Work instruction ▸ Could you copy each line of the entries that contains "selectors"?

Records for the exercise ▸
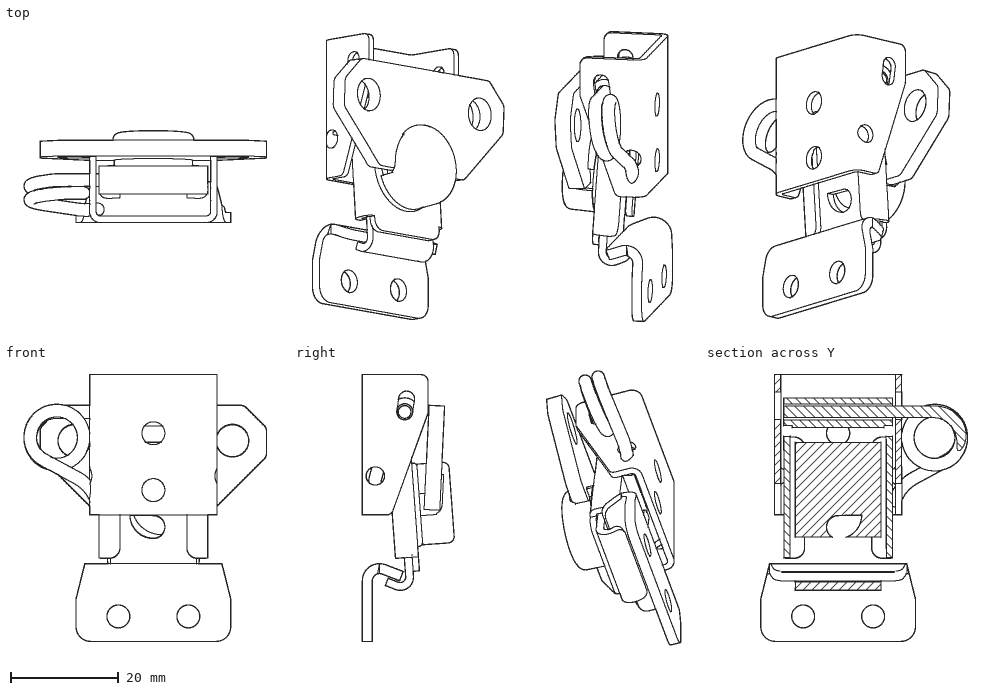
import cadquery as cq
import math

housing_half_width = 11.85
housing_bottom = 23.5
housing_top = 49.6
housing_depth = 12.25
housing_sheet = 1.25
housing_bend = 2
flange_foot = 5.4
flange_shoulder = 42.45
flange_top_fillet = 1.35
flange_foot_fillet = 1.25
front_hole_diameter = 4.25
front_hole_heights = (28.1, 38.7)
pivot_slot_width = 2.95
pivot_slot_top = (8.25, 45.05)
spring_hole = (2.45, 30.75)
spring_hole_diameter = 3.35

pivot_y = 7.9
pivot_z = 42.65
lean = 4.2

catch_half_width = 14.4
catch_sheet = 1.9
catch_bend = 3.2
catch_bend_height = 11.25
catch_lip_slope = 21
catch_lip_length = 3.45
catch_taper_start = 7.95
catch_top_half_width = 12.75
catch_tip_half_width = 11.65
catch_corner = 2.75
catch_lip_corner = 2
catch_hole_diameter = 4.2
catch_hole_x = 6.5
catch_hole_z = 4.65

guide_half_width = 10.1
guide_sheet = 1.2
guide_front = -3.7
guide_bend = 1.5
guide_lip = 3.9
guide_lip_corner = 2
guide_wall_top = -4.45
guide_wall_bottom = -27.05
eye_radius = 2.65
eye_bore_radius = 1.5
tongue_half_width = 8.55
tongue_bottom = -29.65
tongue_corner = 2

arm_half_width = 8.0
arm_sheet = 1.5
arm_top = -5.55
arm_bend = 2.5
arm_bend_center = -30.55
arm_lip_slope = 25.6
arm_lip_length = 2.05
arm_lip_corner = 1.35
cam_slot_bottom = -23.45
cam_slot_small_radius = 2.15
cam_slot_large_radius = 4.35

knob_axis = -17.35
knob_radius = 7.55
knob_front = 1.55
knob_back = 7.5
knob_fillet = 1.25
hub_radius = 5.45
hub_offset = 1.5
washer_radius = 7.8
washer_fillet = 0.75
knob_core_half_width = 5.45
knob_window_bottom = -19.45
knob_window_top = -15.4

wing_half_width = 21.05
wing_bottom = 24.45
wing_top = 43.85
wing_mid_y = 12.95
wing_thickness = 2.95
wing_lean = -2.7
wing_chamfer = 4.15
wing_side_bottom = 34.35
wing_corner = 1.5
wing_hole_diameter = 6.05
wing_hole_x = 14.7
wing_hole_z = 37.3
wing_slot_gap = 0.4
wing_slot_depth = 0.9
wing_slot_corner = 2

wire_diameter = 2.4
coil_radius = 4.95
coil_x = -17.9
coil_pitch = 2.55
coil_slant = 0.1
coil_climb = 0.25
coil_turns = 1.42
coil_points = 24
spring_leg = 6.95
spring_tip = (-10.3, 2.45, 25.05)
spring_tip_direction = (0.17, 0, -0.98)


def box(x0, x1, y0, y1, z0, z1):
    return cq.Workplane("XY").box(x1 - x0, y1 - y0, z1 - z0, centered=False).translate((x0, y0, z0))


def x_prism(outline, half_width):
    """Extrude a closed YZ outline equally to both sides of X = 0."""
    return outline.close().extrude(half_width, both=True)


def y_cylinder(x, z, radius, y0, y1):
    return cq.Workplane("XZ").center(x, z).circle(radius).extrude(y0 - y1).translate((0, y0, 0))


def lean_on_pivot(body):
    """Move a body from the guide's local frame to its leaning place on the pivot."""
    return body.rotate((0, 0, 0), (1, 0, 0), lean).translate((0, pivot_y, pivot_z))


def polar(center, radius, degrees):
    angle = math.radians(degrees)
    return (center[0] + radius * math.cos(angle), center[1] + radius * math.sin(angle))


def make_spring():
    start_angle = math.pi / 2
    end_angle = start_angle + 2 * math.pi * coil_turns
    angle_step = (end_angle - start_angle) / coil_points

    def coil_point(angle):
        turn = (angle - start_angle) / (2 * math.pi)
        drop = coil_radius * (math.sin(angle) - 1)
        return cq.Vector(
            coil_x + coil_radius * math.cos(angle),
            pivot_y - coil_pitch * turn + coil_slant * drop,
            pivot_z + coil_climb * turn + drop,
        )

    def coil_tangent(angle):
        fall = coil_radius * math.cos(angle)
        return cq.Vector(
            -coil_radius * math.sin(angle),
            -coil_pitch / (2 * math.pi) + coil_slant * fall,
            coil_climb / (2 * math.pi) + fall,
        )

    start = cq.Vector(guide_half_width, pivot_y, pivot_z)
    angles = [start_angle + i * angle_step for i in range(coil_points + 1)]
    coil = [coil_point(angle) for angle in angles]
    leg_direction = coil_tangent(end_angle).normalized()
    leg_end = coil[-1] + leg_direction * spring_leg
    pivot_leg = cq.Edge.makeLine(start, coil[0])
    loops = cq.Edge.makeSpline(
        coil,
        tangents=[cq.Vector(-coil_radius, 0, 0), coil_tangent(end_angle)],
        parameters=angles,
        scale=False,
    )
    tail_leg = cq.Edge.makeLine(coil[-1], leg_end)
    tail_bend = cq.Edge.makeSpline(
        [leg_end, cq.Vector(*spring_tip)],
        tangents=[leg_direction, cq.Vector(*spring_tip_direction)],
    )
    path = cq.Wire.assembleEdges([pivot_leg, loops, tail_leg, tail_bend])
    section = cq.Workplane("YZ", origin=start.toTuple()).circle(wire_diameter / 2)
    return section.sweep(cq.Workplane(path))


def make_housing(spring):
    outer = x_prism(
        cq.Workplane("YZ").polyline([
            (0, housing_bottom),
            (flange_foot, housing_bottom),
            (housing_depth, flange_shoulder),
            (housing_depth, housing_top),
            (0, housing_top),
        ]),
        housing_half_width,
    )
    outer = outer.edges("|X and >Y and >Z").fillet(flange_top_fillet)
    foot = cq.selectors.NearestToPointSelector((0, flange_foot, housing_bottom))
    outer = outer.edges("|X").edges(foot).fillet(flange_foot_fillet)
    outer = outer.edges("|Z and <Y").fillet(housing_bend)
    inner_half = housing_half_width - housing_sheet
    inner = box(-inner_half, inner_half, housing_sheet, housing_depth, housing_bottom, housing_top)
    inner = inner.edges("|Z and <Y").fillet(housing_bend - housing_sheet)
    body = outer.cut(inner)
    for z in front_hole_heights:
        body = body.cut(y_cylinder(0, z, front_hole_diameter / 2, 0, housing_sheet))

    run_y = pivot_slot_top[0] - pivot_y
    run_z = pivot_slot_top[1] - pivot_z
    slot = (
        cq.Workplane("YZ")
        .center(pivot_y + run_y / 2, pivot_z + run_z / 2)
        .slot2D(math.hypot(run_y, run_z) + pivot_slot_width, pivot_slot_width,
                math.degrees(math.atan2(run_z, run_y)))
        .extrude(housing_half_width, both=True)
    )
    spring_holes = (
        cq.Workplane("YZ").center(*spring_hole).circle(spring_hole_diameter / 2)
        .extrude(housing_half_width, both=True)
        .intersect(box(-housing_half_width, housing_half_width, housing_sheet / 2, housing_depth,
                       housing_bottom, housing_top))
    )
    return body.cut(slot).cut(spring_holes).cut(spring)


def make_catch():
    center = (catch_bend, catch_bend_height)
    inner_radius = catch_bend - catch_sheet
    arc_end = 90 - catch_lip_slope
    arc_middle = (180 + arc_end) / 2
    outer_end = polar(center, catch_bend, arc_end)
    inner_end = polar(center, inner_radius, arc_end)
    profile = (
        cq.Workplane("YZ")
        .moveTo(0, 0)
        .lineTo(0, catch_bend_height)
        .threePointArc(polar(center, catch_bend, arc_middle), outer_end)
        .lineTo(*polar(outer_end, catch_lip_length, -catch_lip_slope))
        .lineTo(*polar(inner_end, catch_lip_length, -catch_lip_slope))
        .lineTo(*inner_end)
        .threePointArc(polar(center, inner_radius, arc_middle), (catch_sheet, catch_bend_height))
        .lineTo(catch_sheet, 0)
    )
    bent = x_prism(profile, catch_half_width)
    crest = catch_bend_height + catch_bend
    tip_y = bent.val().BoundingBox().ymax
    front_outline = (
        cq.Workplane("XZ")
        .polyline([
            (-catch_half_width, 0), (catch_half_width, 0),
            (catch_half_width, catch_taper_start), (catch_top_half_width, crest),
            (-catch_top_half_width, crest), (-catch_half_width, catch_taper_start),
        ])
        .close().extrude(-tip_y)
        .edges("|Y and <Z").fillet(catch_corner)
    )
    plan_outline = (
        cq.Workplane("XY")
        .polyline([
            (-catch_half_width, 0), (catch_half_width, 0),
            (catch_half_width, catch_sheet), (catch_top_half_width, catch_bend),
            (catch_tip_half_width, tip_y), (-catch_tip_half_width, tip_y),
            (-catch_top_half_width, catch_bend), (-catch_half_width, catch_sheet),
        ])
        .close().extrude(crest)
    )
    body = bent.intersect(front_outline).intersect(plan_outline)
    tip_region = cq.selectors.BoxSelector(
        (-catch_half_width, tip_y - catch_sheet / 2, 0),
        (catch_half_width, tip_y + catch_sheet, crest),
    )
    body = body.edges(tip_region).edges("not |X").fillet(catch_lip_corner)
    for x in (-catch_hole_x, catch_hole_x):
        body = body.cut(y_cylinder(x, catch_hole_z, catch_hole_diameter / 2, 0, catch_sheet))
    return body


def make_guide():
    back = guide_sheet / 2
    channel = box(-guide_half_width, guide_half_width, guide_front, back, guide_wall_bottom, guide_wall_top)
    channel = channel.edges("|Z").fillet(guide_bend)
    inner_half = guide_half_width - guide_sheet
    cavity = box(-inner_half, inner_half, guide_front + guide_sheet, -back, guide_wall_bottom, guide_wall_top)
    cavity = cavity.edges("|Z").fillet(guide_bend - guide_sheet)
    mouth_half = guide_half_width - guide_lip
    mouth = box(-mouth_half, mouth_half, guide_front, guide_front + guide_sheet,
                guide_wall_bottom, guide_wall_top)
    channel = channel.cut(cavity).cut(mouth)
    margin = guide_sheet / 2
    lip_region = cq.selectors.BoxSelector(
        (-mouth_half - margin, guide_front - margin, guide_wall_bottom - margin),
        (mouth_half + margin, guide_front + guide_sheet, guide_wall_top + margin),
    )
    channel = channel.edges("|Y").edges(lip_region).fillet(guide_lip_corner)
    tongue = box(-tongue_half_width, tongue_half_width, -back, back, tongue_bottom, 0)
    tongue = tongue.edges("|Y and <Z").fillet(tongue_corner)
    eye = cq.Workplane("YZ").circle(eye_radius).extrude(guide_half_width, both=True)
    bore = cq.Workplane("YZ").circle(eye_bore_radius).extrude(guide_half_width, both=True)
    hub_hole = y_cylinder(hub_offset, knob_axis, hub_radius, -back, back)
    return lean_on_pivot(channel.union(tongue).union(eye).cut(bore).cut(hub_hole))


def make_arm():
    back = -guide_sheet / 2
    front = back - arm_sheet
    center = (back - arm_bend, arm_bend_center)
    inner_radius = arm_bend - arm_sheet
    arc_end = -90 - arm_lip_slope
    arc_middle = arc_end / 2
    lip_heading = 180 - arm_lip_slope
    outer_end = polar(center, arm_bend, arc_end)
    inner_end = polar(center, inner_radius, arc_end)
    profile = (
        cq.Workplane("YZ")
        .moveTo(back, arm_top)
        .lineTo(back, arm_bend_center)
        .threePointArc(polar(center, arm_bend, arc_middle), outer_end)
        .lineTo(*polar(outer_end, arm_lip_length, lip_heading))
        .lineTo(*polar(inner_end, arm_lip_length, lip_heading))
        .lineTo(*inner_end)
        .threePointArc(polar(center, inner_radius, arc_middle), (front, arm_bend_center))
        .lineTo(front, arm_top)
    )
    body = x_prism(profile, arm_half_width)
    body = body.faces("<Y").edges("not |X").fillet(arm_lip_corner)

    large_center = cam_slot_bottom + cam_slot_large_radius
    small_center = cam_slot_bottom + cam_slot_small_radius
    diagonal = polar((0, large_center), cam_slot_large_radius, -135)
    slot = (
        cq.Workplane("XZ", origin=(0, front, 0))
        .moveTo(0, cam_slot_bottom)
        .threePointArc((cam_slot_small_radius, small_center), (0, small_center + cam_slot_small_radius))
        .lineTo(-cam_slot_large_radius, large_center)
        .threePointArc(diagonal, (0, cam_slot_bottom))
        .close().extrude(-arm_sheet)
    )
    return lean_on_pivot(body.cut(slot))


def make_washer():
    body = y_cylinder(0, knob_axis, washer_radius, guide_sheet / 2, knob_front)
    body = body.faces(">Y").edges().fillet(washer_fillet)
    return lean_on_pivot(body.cut(y_cylinder(hub_offset, knob_axis, hub_radius, guide_sheet / 2, knob_front)))


def lean_wing(body):
    return body.rotate((0, 0, 0), (1, 0, 0), wing_lean).translate((0, wing_mid_y, wing_bottom))


def make_wing():
    height = wing_top - wing_bottom
    side_bottom = wing_side_bottom - wing_bottom
    foot_half_width = wing_half_width - side_bottom
    right_side = [
        (foot_half_width, 0),
        (wing_half_width, side_bottom),
        (wing_half_width, height - wing_chamfer),
        (wing_half_width - wing_chamfer, height),
    ]
    left_side = [(-x, z) for x, z in reversed(right_side)]
    plate = (
        cq.Workplane("XZ").polyline(right_side + left_side).close()
        .extrude(wing_thickness / 2, both=True)
        .edges("|Y").fillet(wing_corner)
    )
    for x in (-wing_hole_x, wing_hole_x):
        plate = plate.cut(y_cylinder(x, wing_hole_z - wing_bottom, wing_hole_diameter / 2,
                                     -wing_thickness / 2, wing_thickness / 2))
    return lean_wing(plate)


def make_knob(wing):
    grip = y_cylinder(0, knob_axis, knob_radius, knob_front, knob_back)
    grip = grip.faces(">Y").edges().fillet(knob_fillet)
    hub = y_cylinder(hub_offset, knob_axis, hub_radius, -guide_sheet / 2, knob_front)
    window = box(-knob_radius, knob_radius, knob_front, (knob_front + knob_back) / 2,
                 knob_window_bottom, knob_window_top)
    slot = box(-wing_half_width, wing_half_width, -wing_thickness / 2, wing_thickness / 2 + wing_slot_gap,
               -wing_slot_depth, wing_top - wing_bottom)
    slot = slot.edges("|X and >Y and <Z").fillet(wing_slot_corner)
    core = box(-knob_core_half_width, knob_core_half_width, 0, housing_top, 0, housing_top)
    clearance = lean_on_pivot(window).union(lean_wing(slot)).cut(core)
    return lean_on_pivot(grip.union(hub)).cut(clearance).cut(wing)


spring = make_spring()
housing = make_housing(spring)
catch = make_catch()
guide = make_guide()
arm = make_arm()
washer = make_washer()
wing = make_wing()
knob = make_knob(wing)

result = cq.Compound.makeCompound([
    housing.val(),
    spring.val(),
    catch.val(),
    guide.val(),
    arm.val(),
    washer.val(),
    knob.val(),
    wing.val(),
])

Output below ▸
    foot = cq.selectors.NearestToPointSelector((0, flange_foot, housing_bottom))
    tip_region = cq.selectors.BoxSelector(
    lip_region = cq.selectors.BoxSelector(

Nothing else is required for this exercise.